Kaliningrad Region Destinations

The Kaliningrad area attracts with a multitude of interesting travel destinations – both interesting cities and towns such as Kaliningrad (Koenigsberg), Tilsit (Sovetsk) or Chernyachovsk (Insterburg) as well as unique natural landscapes such as the Rominter Heide, the Curonian Spit or the Samland coast are waiting for you Discovery. The former East Prussia not only offers a whole range of sights for those interested in history and culture, nature lovers will also be delighted by the largely untouched nature.


Kaliningrad, the old Koenigsberg and the capital of today’s Kaliningrad Oblast, has about 430,000 inhabitants and was founded in 1255 under the name Koenigsberg. A few years later, Königsberg received city rights.

In the course of history it played a central role in several respects: as the seat of the Teutonic Order, as a trading city and as the capital of the German province of East Prussia and the current administrative district of Kaliningrad. Kaliningrad doesn’t exactly enchant with artistic architecture and a beautiful cityscape, but it has a lot to offer in terms of history. The old Königsberg can only be guessed at. The Königsberg Cathedral and individual city gates still bear witness to East Prussian history and here and there loosen up the monotonous, Soviet prefabricated building architecture.

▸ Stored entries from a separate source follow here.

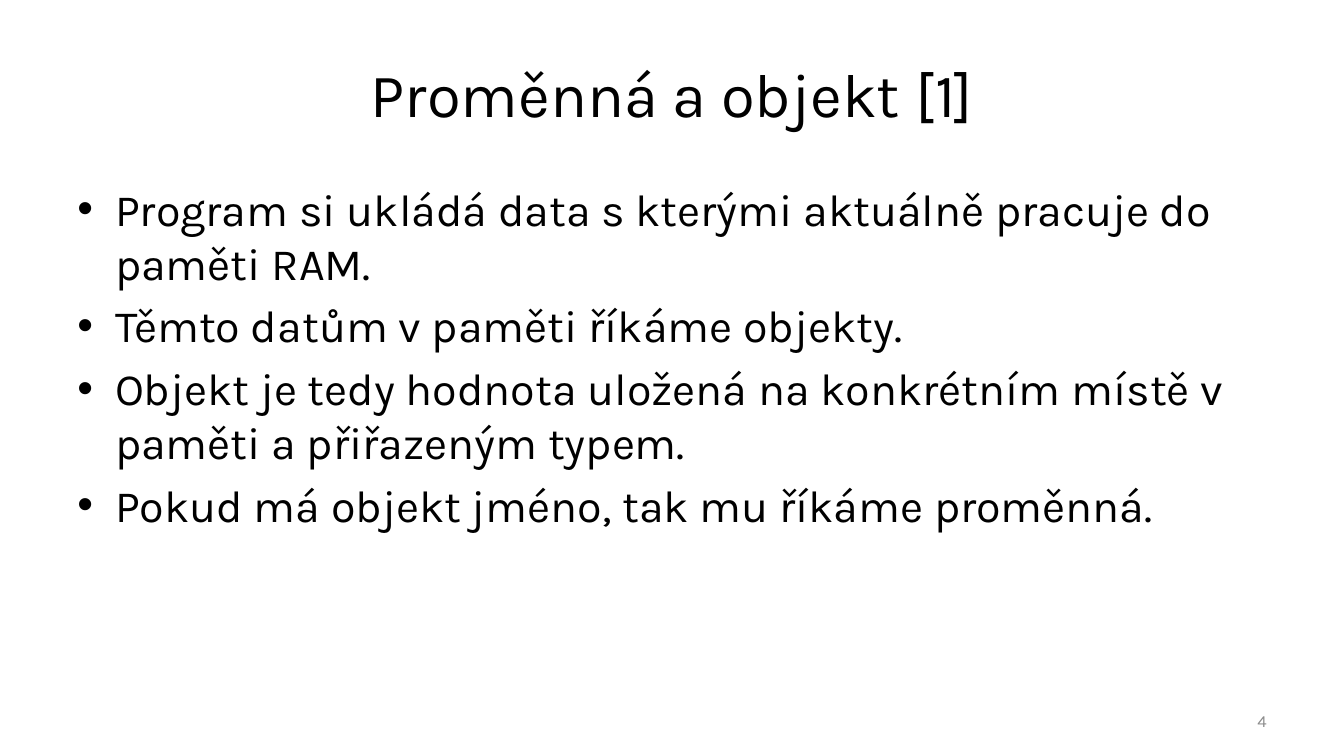
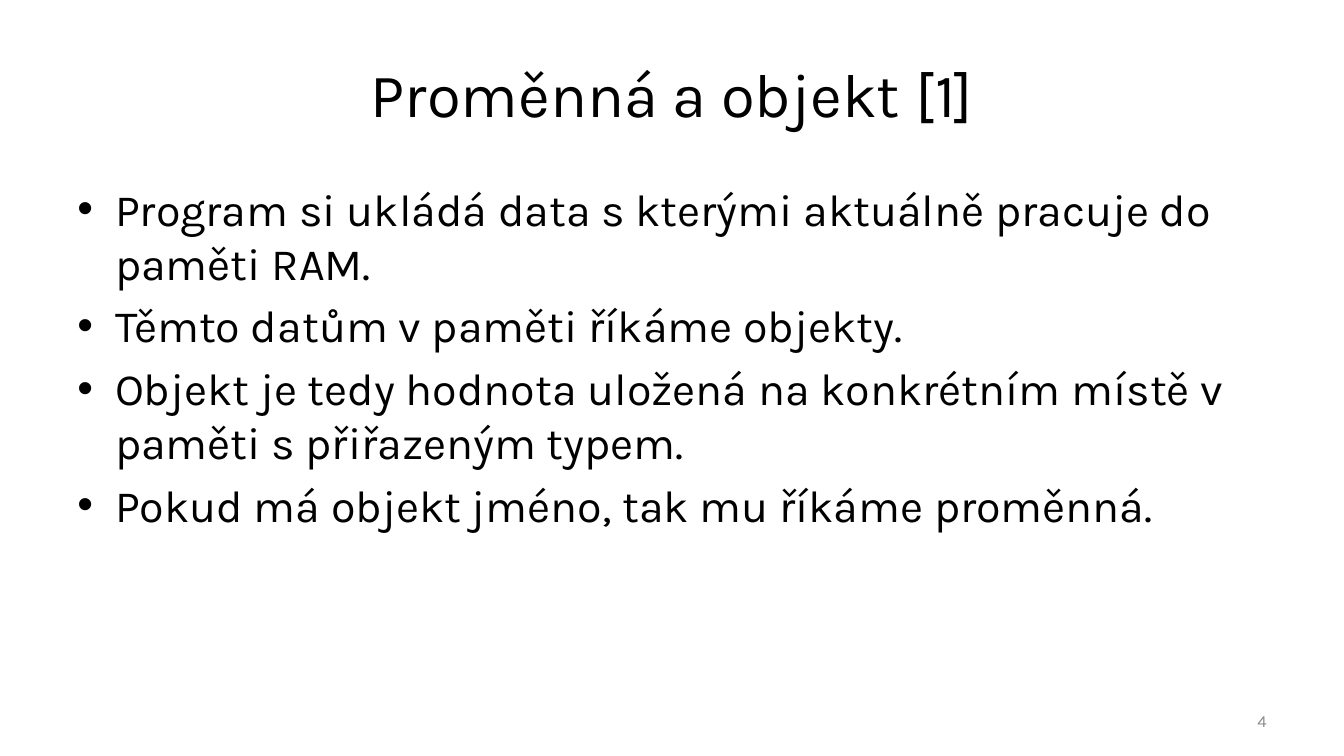
Before and after one commit to ekral/FAI, a slide deck: slide 4 of OPCPP/presentations/01_prezentace_OPR_promenne_zasobnik.pptx. Drawn at 1344x756 pixels with LibreOffice and Linux fonts; fonts in the diff are those of the drawing. Boxes give left, top, right and bottom in pixels: in the first picture for what was removed or moved away, otherwise in the second. Text is boxed around its words. In the diff, an @@ line names an element or a change of style, - is before the commit and + after.

Commit message:
fixes

```diff
--- a/OPCPP/presentations/01_prezentace_OPR_promenne_zasobnik.pptx
+++ b/OPCPP/presentations/01_prezentace_OPR_promenne_zasobnik.pptx
@@ text at <box>115,371,1223,470</box>: text changed @@
-• Objekt je tedy hodnota uložená na konkrétním místě v paměti a přiřazeným typem.
+• Objekt je tedy hodnota uložená na konkrétním místě v paměti s přiřazeným typem.
```
Also in this commit, not shown: 5 other slides changed, 1 slide removed.

The Second World War meant the end for Königsberg – in every respect. Area bombing destroyed almost the entire cityscape, the population died under the effects of the war or fled, Koenigsberg fell to the USSR and was renamed Kaliningrad in 1946. A targeted settlement of the Russian population and the deportation or expulsion of the original population should promote the Russification of the area.

The history of Königsberg was also to be erased architecturally. Buildings were left to their fate of decay or even deliberately destroyed. One of the most famous examples is the Königsberg Castle, the remains of which were blown up in the late 1960s under Leonid Brezhnev. The council house was later built on the site of the moat – a gray colossus that was never used due to static problems. Even today it is crooked on the central square – you can see it as a memorial. Even people without an East Prussian family history are saddened by the story and the dreary sight.

But now to the more pleasant details: The old Königsberg Cathedral from the 14th century has been restored in the meantime. The sacred building on Kneiphof Island, wedged between the two arms of Pregel, suffered from the bombing of the Second World War and years of neglect, was only preserved as a ruin. Today it has a central position again, houses the city museum, the cathedral museum and a library. The new organ can also be heard at classical concerts that visitors can attend. The philosopher Immanuel Kant is buried on the north wall of the cathedral. His tomb is traditionally popular with wedding couples. According to legend, it is thanks to the grave that the Soviets did not demolish the cathedral, but tolerated the building.

Despite all the destruction, neglect and deliberately induced decay, there is also a lot of “old” things to see in today’s Kaliningrad. In addition to the cathedral, which has now been restored, the old city gates from the 19th century are well worth a visit. The Königstor, the Rossgärter Tor, the Friedrichsburger Tor and the Friedländer Tor are four of them, each of which has a different appearance. The Brandenburg Gate still serves as such today, cars and trams drive through it.

The old Königsberg was divided into three cities: Altstadt, Kneiphof and Löbenicht. While the Kneiphof island next to the cathedral, surrounded by the Pregel, used to be densely built, today it appears spacious and the cathedral towers over everything. The dense development was destroyed in the bombardment of 1944, the cathedral survived this badly damaged. A model of the original Kneiphof development can be seen in the Kaliningrad Art and History Museum. The densely built-up town of Löbenicht, which was mainly characterized by handicrafts and breweries, was largely destroyed by the area bombardment.

Today’s Immanuel Kant University emerged from the Albertina (or Albertus University), where the German philosopher Kant taught for many years. The university building was originally located on the Kneiphof, but was relocated from there due to lack of space. Today’s university building was built on the site of the Albertina, which was destroyed in the war.

The Lasch bunker conveys history from the last days of Königsberg. The bunker was reopened in May 2013 after extensive renovation and can now be viewed again by visitors. Otto Lasch was the last commandant of the city. In April 1945, after the three-day battle for Königsberg, he surrendered to the Soviets.

The range of museums in Kaliningrad is equally appealing: in addition to the Immanuel Kant Museum, the Cathedral Museum and the Museum of Art and History, the Amber Museum is also attractive. With a multitude of exhibits, it takes you into the shimmering world of fossil resin.